Pretty remarkable stuff; I think it's time that your cardiologist, nutritionist and neurologist (at the very least) get together to figure out the best way to keep you healthy.

Tuesday, May 25, 2010

Sugary Drinks and Blood Pressure

Sugary drinks are terrible stuff.  They increase the risk of diabetes, obesity and are nutritionally bankrupt.  A new study shows that it may also increase blood pressure.

This article states that the average American drinks 2.3 sugary beverages per day.  This is in addition to the  sugar we take in our cookies, pies, cakes and the refined carbohydrates in our white breads, pastas and other treats.  Lowering sugar intake cut both diastolic and systolic readings in participants.

While the total decline in blood pressure isn't mind-blowing, keep in mind that cutting sugar consumption will also decrease weight, decrease inflammation, help manage insulin resistance and a host of other things that one wouldn't directly related to blood pressure.  Taken as a package, it seems a good idea to drop the sugary beverages.

Thursday, May 20, 2010

Soda Tax

I've written about a so called, "fat tax" in previous posts.  Another concept thrown around every few years is the idea of a "soda tax."  Proponents argue that taxing sodas approximately 1 cent per ounce would "kill two birds with one stone."  First, it would raise much needed revenue.  Second, it would potentially decrease soda consumption and improve the health of individuals in that area.

While there has been some debate on the efficacy of a soda tax, it's been in the news recently as Washington DC recently wrestled with the idea of implementing a soda tax within the district.  

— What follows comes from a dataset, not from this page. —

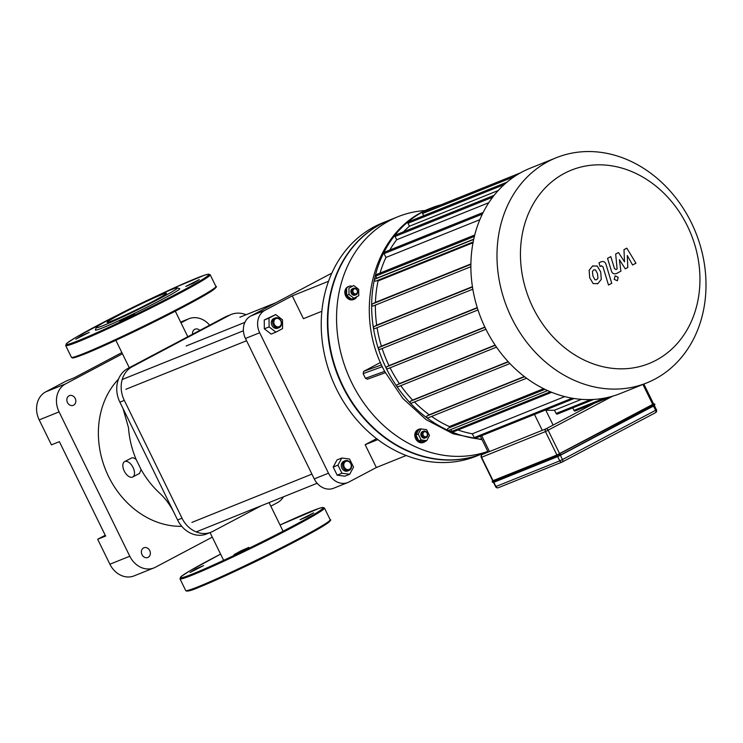 <?xml version="1.0" encoding="UTF-8"?>
<svg xmlns="http://www.w3.org/2000/svg" width="743" height="743" viewBox="0 0 743 743"><rect width="100%" height="100%" fill="white"/><g stroke="black" fill="none" stroke-linecap="round" stroke-linejoin="round"><path stroke-width="1.11" d="M190.032 572.491L195.976 568.906L203.573 565.618L190.032 572.491M313.648 512.837L307.695 516.431L300.098 519.71L313.648 512.837M245.654 549.346L234.036 554.668L241.28 550.674L248.877 547.396L245.654 549.346M242.292 567.884A45.23 2.155 -26.1 0 0 277.613 550.582M75.74 339.207L89.29 332.335L81.693 335.613L75.74 339.207M199.356 279.554L185.815 286.426L193.412 283.148L199.356 279.554M131.362 316.063L134.594 314.113L126.997 317.391L119.753 321.385L131.362 316.063M96.172 327.607L95.373 329.929A46.967 2.238 -26.1 0 0 102.757 327.793A46.967 2.238 -26.1 0 0 151.47 304.936A46.967 2.238 -26.1 0 0 179.639 288.646L177.317 287.857A45.23 2.155 -26.1 0 0 135.839 305.884A45.23 2.155 -26.1 0 0 96.172 327.607A45.23 2.155 -26.1 0 0 103.277 325.545A45.23 2.155 -26.1 0 0 150.188 303.543A45.23 2.155 -26.1 0 0 177.317 287.857M112.267 320.79A33.101 1.579 -26.1 0 0 145.916 305.029A33.101 1.579 -26.1 0 0 166.506 293.262A33.101 1.579 -26.1 0 0 136.09 306.404A33.101 1.579 -26.1 0 0 107.066 322.378A33.101 1.579 -26.1 0 0 112.267 320.79M493.064 480.693L481.594 457.289A2.173 1.82 -111.9 0 1 482.253 454.484A2.173 1.189 -117.9 0 0 482.188 454.512A2.173 2.173 0 0 0 481.25 457.391L492.72 480.795L556.906 455.004L653.589 403.941L643.856 384.066M616.096 269.523L614.47 268.594L610.802 256.604L607.551 258.332L611.303 270.591C612.111 273.48 613.876 274.436 616.606 273.461L620.916 271.167L619.393 259.678L625.281 268.855L627.826 267.508L627.268 255.508L632.59 264.991L635.943 263.217L626.832 248.143L623.99 249.648L624.519 261.852L618.529 252.536L615.687 254.041L617.108 268.985L615.891 269.616M616.123 273.684L616.606 273.461M594.948 279.786L596.703 279.739L597.976 278.188L597.474 273.638L595.449 269.858L593.722 269.895L592.422 271.464L592.942 276.043L594.948 279.786M601.263 279.349L600.725 271.919L597.223 266.022L592.552 266.05L589.134 270.303L589.691 277.761L593.183 283.622L597.874 283.585L601.263 279.349M597.261 283.872L597.874 283.585M593.165 265.762L592.552 266.05M601.328 265.836L602.954 266.774L608.498 285.033L611.749 283.306L606.13 264.787C605.331 261.898 603.567 260.932 600.836 261.898L598.979 262.873L600.084 266.496L601.524 265.743M601.301 261.675L600.836 261.898M615.037 275.969L614.238 279.405L617.387 280.752L618.185 277.315L615.223 275.885M482.792 453.546A125.688 105.172 -111.9 0 1 482.569 453.639A125.688 105.172 -111.9 0 1 338.093 376.283A125.688 105.172 -111.9 0 1 388.756 220.42A125.688 105.172 -111.9 0 1 388.979 220.337M482.569 453.639L476.384 456.128A125.688 105.172 -111.9 0 1 331.907 378.763A125.688 105.172 -111.9 0 1 382.571 222.909L388.756 220.42M545.195 410.127L545.789 410.155A116.985 97.89 68.1 0 0 554.492 410.21L556.108 413.498A1.087 0.91 68.1 0 0 557.315 414.083L593.722 399.437M572.742 407.879L573.977 410.387A1.087 0.91 68.1 0 0 575.184 410.972L610.532 396.753M581.472 399.353L554.492 410.21M533 307.667A104.206 87.191 -111.9 0 1 609.139 165.457A104.206 87.191 -111.9 0 1 688.455 327.347A104.206 87.191 -111.9 0 1 533 307.667M511.602 317.883A121.341 101.531 68.1 0 0 646.781 382.896A121.341 101.531 68.1 0 0 695.689 232.429A121.341 101.531 68.1 0 0 556.21 157.748A121.341 101.531 68.1 0 0 511.602 317.883M646.781 382.896L620.665 393.4A121.341 101.531 -111.9 0 1 485.495 328.387A121.341 101.531 -111.9 0 1 530.103 168.252L556.21 157.748M403.542 231.779A116.985 97.89 -111.9 0 1 409.439 226.234L498.228 190.514M389.824 250.029A116.985 97.89 -111.9 0 1 396.669 239.757L488.792 202.7M380.054 273.09A116.985 97.89 -111.9 0 1 385.951 257.45L479.839 219.687M470.886 263.96L375.447 302.355A116.985 97.89 -111.9 0 1 378.066 280.947L473.012 242.757M564.754 396.604L472.334 433.782A116.985 97.89 -111.9 0 1 457.976 429.993M472.418 286.668L376.701 325.174A116.985 97.89 -111.9 0 1 375.391 305.113M543.625 388.682L449.413 426.584A116.985 97.89 -111.9 0 1 431.59 416.442M477.238 307.611L381.391 346.164A116.985 97.89 -111.9 0 1 377.082 327.7M524.317 376.525L429.25 414.77A116.985 97.89 -111.9 0 1 414.445 401.963M508.147 361.665L412.625 400.087A116.985 97.89 -111.9 0 1 400.793 385.654M484.854 327.069L389.007 365.621A116.985 97.89 -111.9 0 1 382.143 348.513M495.126 345.096L399.372 383.611A116.985 97.89 -111.9 0 1 390.084 367.813M387.632 368.797L485.922 329.26L387.707 368.769A1.087 0.91 -111.9 0 1 386.75 366.819L389.007 365.621M379.84 349.442L477.99 309.961L379.914 349.405A1.087 0.91 -111.9 0 1 378.958 347.455L381.391 346.164M374.862 328.592L472.827 289.185L374.936 328.564A1.087 0.91 -111.9 0 1 373.98 326.614L376.701 325.174M373.172 306.014L470.867 266.709L373.237 305.977A1.087 0.91 -111.9 0 1 372.289 304.026L375.447 302.355M378.066 280.947L377.769 280.334M385.951 257.45L384.075 253.614A1.087 0.91 -111.9 0 1 384.475 252.183L483.145 212.489M396.669 239.757L395.062 236.46A1.087 0.91 -111.9 0 1 395.462 235.029L494.104 195.344M409.439 226.234L407.991 223.272A1.087 0.91 -111.9 0 1 408.39 221.841L506.865 182.23M423.668 215.693L422.6 213.501A1.087 0.91 -111.9 0 1 422.999 212.061L520.434 172.868M440.998 204.817A121.341 101.531 68.1 0 0 430.866 208.17A121.341 101.531 68.1 0 0 422.832 211.904A121.341 101.531 68.1 0 0 387.595 370.952A121.341 101.531 68.1 0 0 481.854 439.243M473.161 241.958L375.958 281.058A1.087 0.91 -111.9 0 1 375.001 279.108L376.72 278.198L375.698 276.117A1.087 0.91 -111.9 0 1 376.097 274.678L474.731 235.002M439.113 205.579A1.087 0.91 -111.9 0 1 439.197 205.542L520.471 172.85M574.079 398.508L475.418 438.194A1.087 0.91 -111.9 0 1 474.21 437.608L472.334 433.782M551.659 392.304L452.989 431.999A1.087 0.91 -111.9 0 1 451.781 431.414L450.852 429.51M448.967 430.271L547.628 390.586L449.041 430.234A1.087 0.91 -111.9 0 1 448.085 428.284L449.803 427.374L449.413 426.584M427.977 417.891L526.573 378.233L428.052 417.863A1.087 0.91 -111.9 0 1 427.095 415.913L429.25 414.77M411.408 403.18L509.921 363.55L411.473 403.152A1.087 0.91 -111.9 0 1 410.526 401.201L412.625 400.087M398.109 386.741L496.519 347.148L398.183 386.704A1.087 0.91 -111.9 0 1 397.226 384.753L399.372 383.611M449.803 427.374L544.684 389.211M473.737 239.172L376.72 278.198M354.03 289.027A2.61 2.183 -111.9 0 1 357.429 291.646A2.61 2.183 -111.9 0 1 354.077 293.42A2.61 2.183 -111.9 0 1 354.03 289.027M353.213 288.423A3.483 2.907 68.1 0 0 352.098 292.77A3.483 2.907 68.1 0 0 356.036 294.767A3.483 2.907 68.1 0 0 357.439 290.457A3.483 2.907 68.1 0 0 353.436 288.312A3.483 2.907 68.1 0 0 353.213 288.423M356.036 294.767L355.154 295.129A3.483 2.907 -111.9 0 1 351.216 293.123A3.483 2.907 -111.9 0 1 352.321 288.776A3.483 2.907 -111.9 0 1 352.553 288.674L353.436 288.312M353.789 285.544L358.693 289.343L358.758 295.686L353.919 298.249L349.015 294.46L348.95 288.108L353.789 285.544L348.95 288.108M349.015 294.46L346.675 295.398L351.578 299.188L353.919 298.249M346.675 295.398L346.609 289.046M356.826 296.708A6.956 5.823 -111.9 0 1 354.105 299.299A6.956 5.823 -111.9 0 1 346.229 295.296A6.956 5.823 -111.9 0 1 348.458 286.594A6.956 5.823 -111.9 0 1 348.913 286.38A6.956 5.823 -111.9 0 1 352.145 286.204M353.752 299.42A6.956 5.823 -111.9 0 1 353.399 299.578A6.956 5.823 -111.9 0 1 345.523 295.575A6.956 5.823 -111.9 0 1 347.752 286.882A6.956 5.823 -111.9 0 1 348.207 286.668A6.956 5.823 -111.9 0 1 348.569 286.538M423.25 435.277A2.61 2.183 -111.9 0 1 425.154 431.711A2.61 2.183 -111.9 0 1 427.141 435.769A2.61 2.183 -111.9 0 1 423.25 435.277M422.163 435.797A3.483 2.907 68.1 0 0 426.036 437.655A3.483 2.907 68.1 0 0 427.439 433.345A3.483 2.907 68.1 0 0 423.436 431.2A3.483 2.907 68.1 0 0 422.163 435.797M426.036 437.655L425.154 438.017A3.483 2.907 -111.9 0 1 421.281 436.15A3.483 2.907 -111.9 0 1 422.553 431.562L423.436 431.2M418.235 434.079L420.984 428.934L426.612 429.64L429.482 435.5L426.723 440.645L421.105 439.93L418.235 434.079L415.894 435.017L418.643 429.872L420.984 428.934M421.105 439.93L418.755 440.868L424.383 441.583L426.723 440.645M418.755 440.868L415.894 435.017M425.86 440.989A6.956 5.823 -111.9 0 1 424.114 442.187A6.956 5.823 -111.9 0 1 416.359 438.454A6.956 5.823 -111.9 0 1 418.913 429.278A6.956 5.823 -111.9 0 1 421.996 429.055M423.751 442.317A6.956 5.823 -111.9 0 1 423.399 442.466A6.956 5.823 -111.9 0 1 415.653 438.741A6.956 5.823 -111.9 0 1 418.207 429.556A6.956 5.823 -111.9 0 1 418.569 429.426M367.497 379.162L365.426 378.298L363.141 373.618L363.68 371.361L380.509 362.454M487.817 451.419A125.688 105.172 -111.9 0 1 351.699 382.617A125.688 105.172 -111.9 0 1 397.904 216.742A125.688 105.172 -111.9 0 1 425.572 210.501M559.628 453.713L548.158 430.308A2.173 1.189 -117.9 0 0 546.096 428.795L482.253 454.484L487.863 451.512L483.015 453.462A125.688 105.172 -111.9 0 1 342.997 386.119A125.688 105.172 -111.9 0 1 389.202 220.244L397.904 216.742M406.207 455.505L376.339 467.523L349.015 481.975A17.395 14.554 -111.9 0 1 347.863 482.513A17.395 14.554 -111.9 0 1 328.49 473.189L259.688 332.753A17.395 14.554 -111.9 0 1 264.926 310.323L250.697 316.054L331.833 273.127M264.926 310.323L292.25 295.872L328.536 281.281M321.849 311.28L303.432 318.691L292.25 295.872M376.339 467.523L365.157 444.695L376.59 438.649M250.697 316.054A17.395 14.554 68.1 0 0 245.459 338.474L259.688 332.753M328.49 473.189L314.261 478.91A17.395 14.554 68.1 0 0 333.635 488.235L347.863 482.513M365.157 444.695L377.834 439.605M314.261 478.91L245.459 338.474M283.501 496.798A21.742 18.194 -111.9 0 1 277.232 502.779L270.814 506.178M121.871 352.591L74.319 377.75L66.359 380.955L45.741 391.858A21.742 18.194 68.1 0 0 39.184 419.888L59.069 411.891L129.784 556.228A21.742 18.194 -111.9 0 0 154.005 567.884A21.742 18.194 -111.9 0 0 155.445 567.215L212.275 537.143M180.66 322.146L187.412 319.425A21.742 18.194 -111.9 0 1 188.852 318.756A21.742 18.194 -111.9 0 1 209.665 325.183M187.412 319.425L180.995 322.824M122.456 353.798L65.625 383.862L45.741 391.858M59.069 411.891A21.742 18.194 -111.9 0 1 65.625 383.862M73.631 405.167A5.22 4.365 -111.9 0 1 73.288 405.334A5.22 4.365 -111.9 0 1 67.288 402.121A5.22 4.365 -111.9 0 1 69.387 395.647A5.22 4.365 -111.9 0 1 75.303 398.647A5.22 4.365 -111.9 0 1 73.631 405.167M148.163 557.315A5.22 4.365 -111.9 0 1 147.82 557.473A5.22 4.365 -111.9 0 1 141.82 554.259A5.22 4.365 -111.9 0 1 143.919 547.786A5.22 4.365 -111.9 0 1 149.835 550.795A5.22 4.365 -111.9 0 1 148.163 557.315M192.558 334.239A5.22 4.365 -111.9 0 1 195.047 329.168A5.22 4.365 -111.9 0 1 199.774 330.421M39.184 419.888L51.416 444.853L59.375 441.658L105.627 536.065L97.667 539.26L109.899 564.225A21.742 18.194 68.1 0 0 134.121 575.881L154.005 567.884M97.667 539.26L105.227 535.257M118.536 379.097A84.804 70.966 68.1 0 0 106.49 471.963A84.804 70.966 68.1 0 0 181.756 526.323M246.091 314.726A26.098 21.835 68.1 0 0 231.194 314.465L226.773 316.249A26.098 21.835 68.1 0 0 225.045 317.047L127.75 368.528A26.098 21.835 68.1 0 0 119.883 402.158L174.438 513.524C170.407 505.296 165.494 498.525 159.68 493.185A84.804 70.966 -111.9 0 1 141.096 469.53L136.136 459.406A84.804 70.966 -111.9 0 1 128.493 427.68L123.059 408.65M174.438 513.524L177.596 519.979A26.098 21.835 68.1 0 0 206.665 533.957L211.086 532.183A26.098 21.835 68.1 0 0 212.814 531.375L261.257 505.751M231.194 314.465A26.098 21.835 68.1 0 0 229.466 315.273L132.161 366.754A26.098 21.835 68.1 0 0 124.304 400.384L182.016 518.196A26.098 21.835 68.1 0 0 211.086 532.183M124.601 461.617A8.702 4.746 62.1 0 1 132.867 467.087A8.702 4.746 62.1 0 1 132.737 476.997A8.702 4.746 62.1 0 1 132.495 477.108A8.702 4.746 62.1 0 1 124.369 471.303A8.702 4.746 62.1 0 1 124.601 461.617L132.059 457.79L133.554 457.855L136.136 459.406M141.096 469.53L139.517 473.412L132.737 476.997M345.606 461.524A4.347 3.641 -111.9 0 1 351.263 465.898A4.347 3.641 -111.9 0 1 345.681 468.852A4.347 3.641 -111.9 0 1 345.606 461.524M344.78 460.92A5.22 4.365 68.1 0 0 343.117 467.44A5.22 4.365 68.1 0 0 349.024 470.44A5.22 4.365 68.1 0 0 351.133 463.966A5.22 4.365 68.1 0 0 345.133 460.762A5.22 4.365 68.1 0 0 344.78 460.92M349.024 470.44L347.696 470.978A5.22 4.365 -111.9 0 1 341.789 467.969A5.22 4.365 -111.9 0 1 343.461 461.449A5.22 4.365 -111.9 0 1 343.805 461.292L345.133 460.762M349.721 474.238L344.956 476.161L337.164 475.176L333.198 467.068L337.006 459.945L341.78 458.022L349.563 459.007L353.538 467.115L349.721 474.238L341.938 473.254L337.963 465.146L341.78 458.022M333.198 467.068L337.963 465.146M337.164 475.176L341.938 473.254M280.798 320.939A4.347 3.641 -111.9 0 1 277.613 326.874A4.347 3.641 -111.9 0 1 274.306 320.112A4.347 3.641 -111.9 0 1 280.798 320.939M280.993 320.772A5.22 4.365 68.1 0 0 275.179 317.976A5.22 4.365 68.1 0 0 273.08 324.45A5.22 4.365 68.1 0 0 279.08 327.663A5.22 4.365 68.1 0 0 280.993 320.772M279.08 327.663L277.752 328.192A5.22 4.365 -111.9 0 1 271.752 324.979A5.22 4.365 -111.9 0 1 273.861 318.515L275.179 317.976M275.894 332.149L271.121 334.062L264.341 328.815L264.248 320.019L275.709 314.558L282.498 319.806L282.591 328.601L275.894 332.149L269.105 326.892L269.012 318.106L275.709 314.558M264.341 328.815L269.105 326.892M264.248 320.019L269.012 318.106M199.375 587.128A79.585 3.799 -26.1 0 0 282.544 548.083A79.585 3.799 -26.1 0 0 329.539 520.769M198.344 586.682A80.458 3.836 -26.1 0 0 280.148 548.371A80.458 3.836 -26.1 0 0 330.208 519.756C331.564 519.636 330.338 521.019 326.53 523.899C318.143 529.74 285.563 547.099 249.602 564.392C228.482 574.534 211.718 582.122 199.319 587.156C191.118 590.713 186.577 591.846 185.704 590.546A80.458 3.836 -26.1 0 0 198.344 586.682M192.613 574.98A80.458 3.836 -26.1 0 0 274.418 536.669A80.458 3.836 -26.1 0 0 324.468 508.054L322.824 507.413L318.942 508.416L280.037 525.004A79.585 3.799 -26.1 0 1 307.082 518.363A79.585 3.799 -26.1 0 1 192.874 573.865A79.585 3.799 -26.1 0 1 220.597 554.129L189.809 570.856L181.255 576.438L179.964 578.843A80.458 3.836 -26.1 0 0 192.613 574.98M118.183 314.772A79.585 3.799 -26.1 0 0 78.591 340.573A79.585 3.799 -26.1 0 0 196.607 282.916A79.585 3.799 -26.1 0 0 153.68 297.386M118.276 314.726L75.526 337.573L66.972 343.155L65.681 345.56A80.458 3.836 -26.1 0 0 78.331 341.696A80.458 3.836 -26.1 0 0 160.135 303.385A80.458 3.836 -26.1 0 0 210.185 274.761L208.532 274.13L204.659 275.133L175.367 287.318L153.587 297.423M215.916 286.473C217.272 286.352 216.046 287.736 212.247 290.615C203.861 296.457 171.271 313.815 135.319 331.109C114.19 341.251 97.435 348.839 85.027 353.863C71.272 359.24 72.582 357.736 72.238 357.866L71.412 357.262A80.458 3.836 -26.1 0 0 84.061 353.399A80.458 3.836 -26.1 0 0 165.865 315.088A80.458 3.836 -26.1 0 0 215.916 286.473L210.185 274.761M85.092 353.835A79.585 3.799 -26.1 0 0 168.252 314.8A79.585 3.799 -26.1 0 0 215.256 287.485M653.571 403.867L652.958 404.359L653.366 404.666L654.555 403.941L653.599 403.858M652.958 404.359L559.85 453.62L653.366 404.666L653.756 405.446L557.352 456.741L560.621 455.18L560.259 453.927L556.461 455.738L556.841 456.518L492.99 482.207L492.126 481.566L492.693 480.74M559.85 453.62L556.461 455.738L492.609 481.427L493.473 482.439L557.296 456.759M556.591 455.18L492.739 480.86M492.507 482.346L557.324 456.75L654.332 405.427M642.936 384.437L652.735 404.452M653.515 406.031L655.605 410.303L562.488 459.564L560.398 455.292M654.379 405.557L656.45 409.792L655.605 410.303A2.173 1.189 62.1 0 1 655.521 412.671A2.173 1.189 62.1 0 1 655.456 412.699L562.46 461.895M481.25 457.391L545.446 431.599L556.906 455.004M594.419 403.235L546.096 428.795A2.173 1.82 68.1 0 0 545.446 431.599L612.724 396.14M562.488 459.564L559.776 460.864A2.173 1.82 68.1 0 0 562.34 461.96A2.173 1.189 -117.9 0 0 562.405 461.932A2.173 1.189 -117.9 0 0 562.488 459.564M487.863 451.512L482.188 454.512A2.173 1.189 -117.9 0 0 482.049 454.605M557.687 456.601L559.776 460.864L495.59 486.646A2.173 2.173 0 0 0 498.349 487.705A2.173 1.82 -111.9 0 1 495.925 486.544L493.844 482.291M562.052 462.081L498.497 487.64A2.173 1.82 -111.9 0 1 498.349 487.705L562.2 462.025A2.173 2.173 0 0 0 562.405 461.932L655.521 412.671A2.173 2.173 0 0 0 656.45 409.792M553.108 425.089L545.789 410.155M534.477 414.436L542.269 430.336M489.47 451.577L481.678 435.677M590.731 399.567L556.108 413.498M604.505 398.109L573.977 410.387M386.75 366.819L484.965 327.31M477.322 307.89L378.958 347.455M472.474 286.993L373.98 326.614M470.876 264.369L372.289 304.026M482.356 214.086L384.075 253.614M492.665 197.201L395.062 236.46M504.163 184.589L407.991 223.272M422.6 213.501L514.379 176.583M410.526 401.201L508.323 361.86M448.085 428.284L544.935 389.332M397.226 384.753L495.265 345.319M427.095 415.913L524.549 376.71M572.184 398.202L474.21 437.608M550.34 391.765L451.781 431.414M474.368 236.423L375.698 276.117M473.681 239.413L375.001 279.108M384.67 371.333L365.426 378.298M381.577 364.887L363.68 371.361M363.141 373.618L382.385 366.652M129.784 556.228L109.899 564.225M229.466 315.273L225.045 317.047M132.161 366.754L127.75 368.528M124.304 400.384L119.883 402.158M182.016 518.196L177.596 519.979M330.208 519.756L324.468 508.054M185.704 590.546L179.964 578.843M71.412 357.262L65.681 345.56M493.333 480.377L492.126 481.566M560.621 455.18L653.738 405.919M654.555 403.941L654.936 404.721M493.51 482.421L495.59 486.646M480.368 436.206L488.151 452.106M375.884 281.095L473.161 241.967M353.399 299.578L354.105 299.299M348.207 286.668L348.913 286.38M423.399 442.466L424.114 442.187M418.207 429.556L418.913 429.278M367.339 379.236L385.385 372.707M482.096 439.745L453.165 433.819L426.129 419.665L402.845 398.452L384.865 371.723C351.838 311.651 373.246 229.503 430.866 208.17M188.852 318.756L180.623 322.072M115.852 340.313L129.273 367.72M175.292 311.187L187.812 336.746M210.046 532.601L223.634 560.333M269.068 502.602L283.074 531.208M244.874 322.369L186.177 345.978M311.911 474.118L191.889 522.403M317.131 483.266L196.189 531.923M243.398 330.765L122.205 379.515M246.565 340.74L125.836 389.304M275.755 302.791L239.868 317.233"/></g></svg>

I read this Wall Street Journal blog recently that shared some good information and wanted to pass it along.

Monday, April 26, 2010

More Bad News

News released today that nearly 50% of American adults have high blood pressure, diabetes, or high cholesterol.  All 3 of these are bad in and of themselves, but also strongly predispose to heart disease, the leading killer in the United States.

Dr. Steve Nissen from the Cleveland Clinic is quoted as saying, "These findings are disturbing and reflect the cumulative effects of the modern American lifestyle."

Our inattentiveness to healthy diets, lack of exercise and general disregard for our personal health is taking a toll. Where will we be a generation from now?

Friday, April 23, 2010

Bad News About School Lunches

Is our overweight problem a threat to national security?  A group of retired military officers state that school lunches are so unhealthy, they are making future soldiers "too fat to fight."  Currently, 27 million young adults are deemed too fat to serve in the military. 

Let's remember that these fat kids become fat adults.  Our current health crisis starts with overweight and sick kids.  We are setting ourselves up for a dangerous future.